Leangains – (Lefitsky and Paconowski, 2013) :/

The Warrior Diet (Stote et al., 2007)

Technically, this diet was designed “to reduce meal frequency without caloric restriction.”  Disadvantage: the participants were hungry (this wasn’t assessed in Klempel’s ADF study).  And even though they tried to maintain weight, they couldn’t.  Warrior dieters lost 1.7% of their body weight.  However, similar to ADF, body fat declined [markedly, by 11.8%] while muscle actually increased [modestly, by 1.6%].
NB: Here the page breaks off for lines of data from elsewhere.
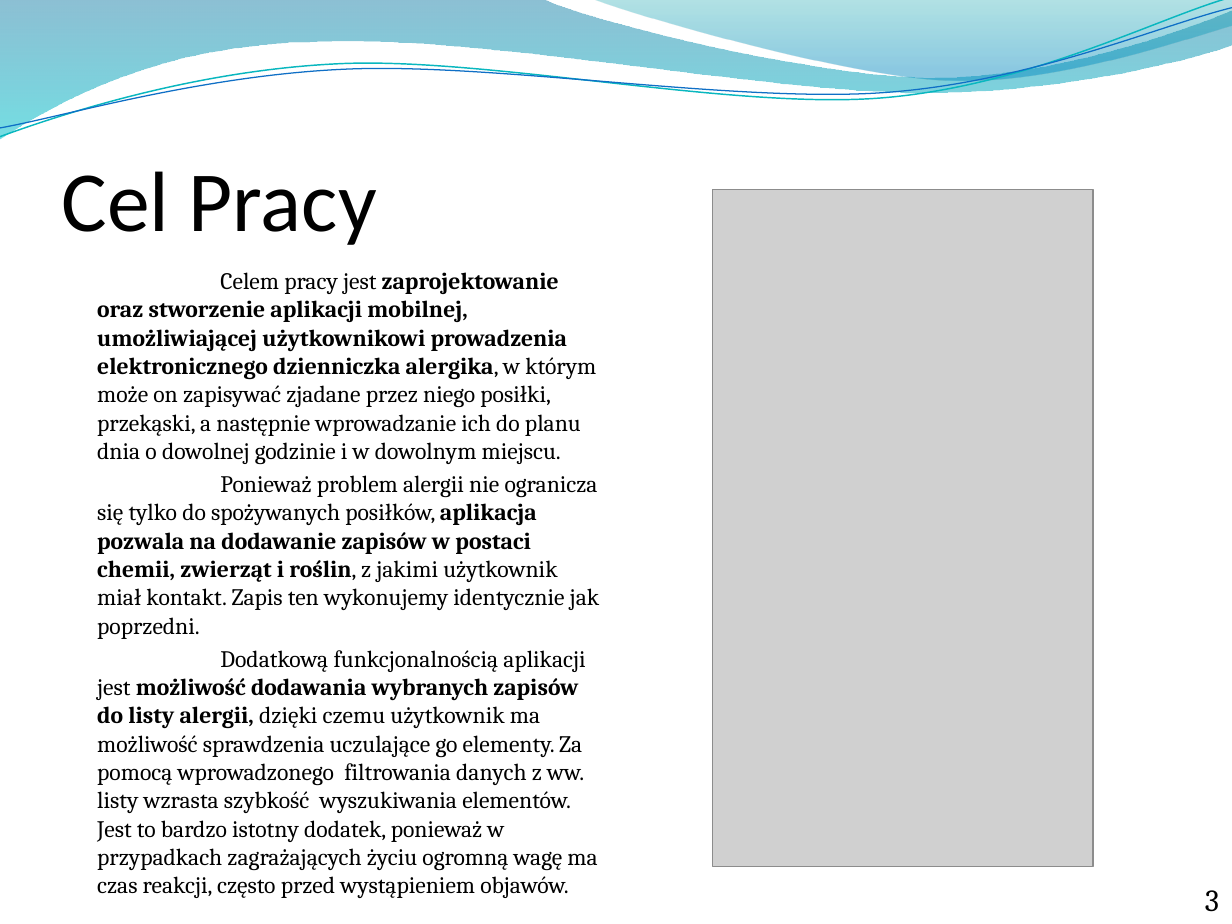
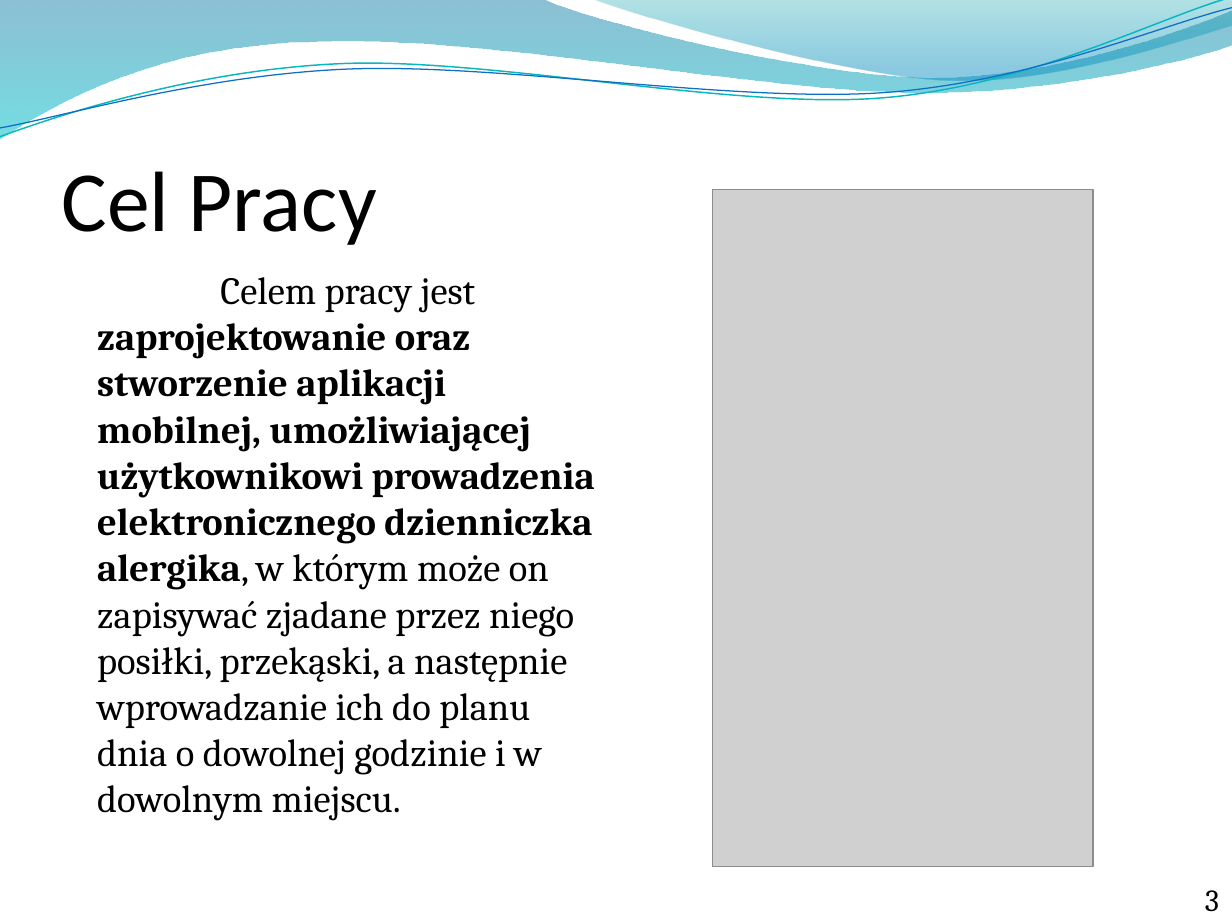
Before and after one commit to pckielbasa/praca_inz, a slide deck: slide 3 of Prezentacja Praca Inż.pptx. Drawn at 1232x924 pixels with LibreOffice and Linux fonts; fonts in the diff are those of the drawing; grey boxes stand for pictures; background and template pictures are left out. Boxes give left, top, right and bottom in pixels: in the first picture for what was removed or moved away, otherwise in the second. Text is boxed around its words. In the diff, an @@ line names an element or a change of style, - is before the commit and + after.

```diff
--- a/Prezentacja Praca Inż.pptx
+++ b/Prezentacja Praca Inż.pptx
@@ text "Celem pracy jest zaprojektowanie oraz ..." at (97,277,595,821): size 13.8 to 22.5 pt; more space between paragraphs @@
@@ text at (97,475,600,898): paragraphs removed @@
-Ponieważ problem alergii nie ogranicza się tylko do spożywanych posiłków, aplikacja pozwala na dodawanie zapisów w postaci chemii, zwierząt i roślin, z jakimi użytkownik miał kontakt. Zapis ten wykonujemy identycznie jak poprzedni.
-Dodatkową funkcjonalnością aplikacji jest możliwość dodawania wybranych zapisów do listy alergii, dzięki czemu użytkownik ma możliwość sprawdzenia uczulające go elementy. Za pomocą wprowadzonego filtrowania danych z ww. listy wzrasta szybkość wyszukiwania elementów. Jest to bardzo istotny dodatek, ponieważ w przypadkach zagrażających życiu ogromną wagę ma czas reakcji, często przed wystąpieniem objawów.
```
Also in this commit, not shown: 2 other slides changed, 5 slides added, 14 other files.

EOD (Heilbronn et al., 2005)

LOL body weight if you only eat every other day:

EOD data

By the end of the study, they lost 2.5% body weight and 4% body fat.  Thus, fat comprised 57% of the weight lost (body fat declined slightly from 23.7 to 23.0%).  It seems difficult to completely make-up for an entire days calories on the subsequent “feasting” days – the participants were encouraged to eat as much of whatever they wanted until they were satisfied and still couldn’t maintain weight.  And resting metabolic rate declined by about 100 kcal/d which, as Anna pointed out here, might bode well for longevity.

Under weight stable conditions, EOD doesn’t seem to affect body composition but still hampers energy expenditure (-59 kcal/d in this study Soeters et al., 2009).


ADF vs. The Warrior Diet vs. EOD

ADF: inferior to The Warrior Diet and seems like it would require tedious “calorie counting” (I’d feel like a sucker doing it).

The Warrior Diet (one big meal per day): unwitting weight loss, and improved overall body composition.  +1.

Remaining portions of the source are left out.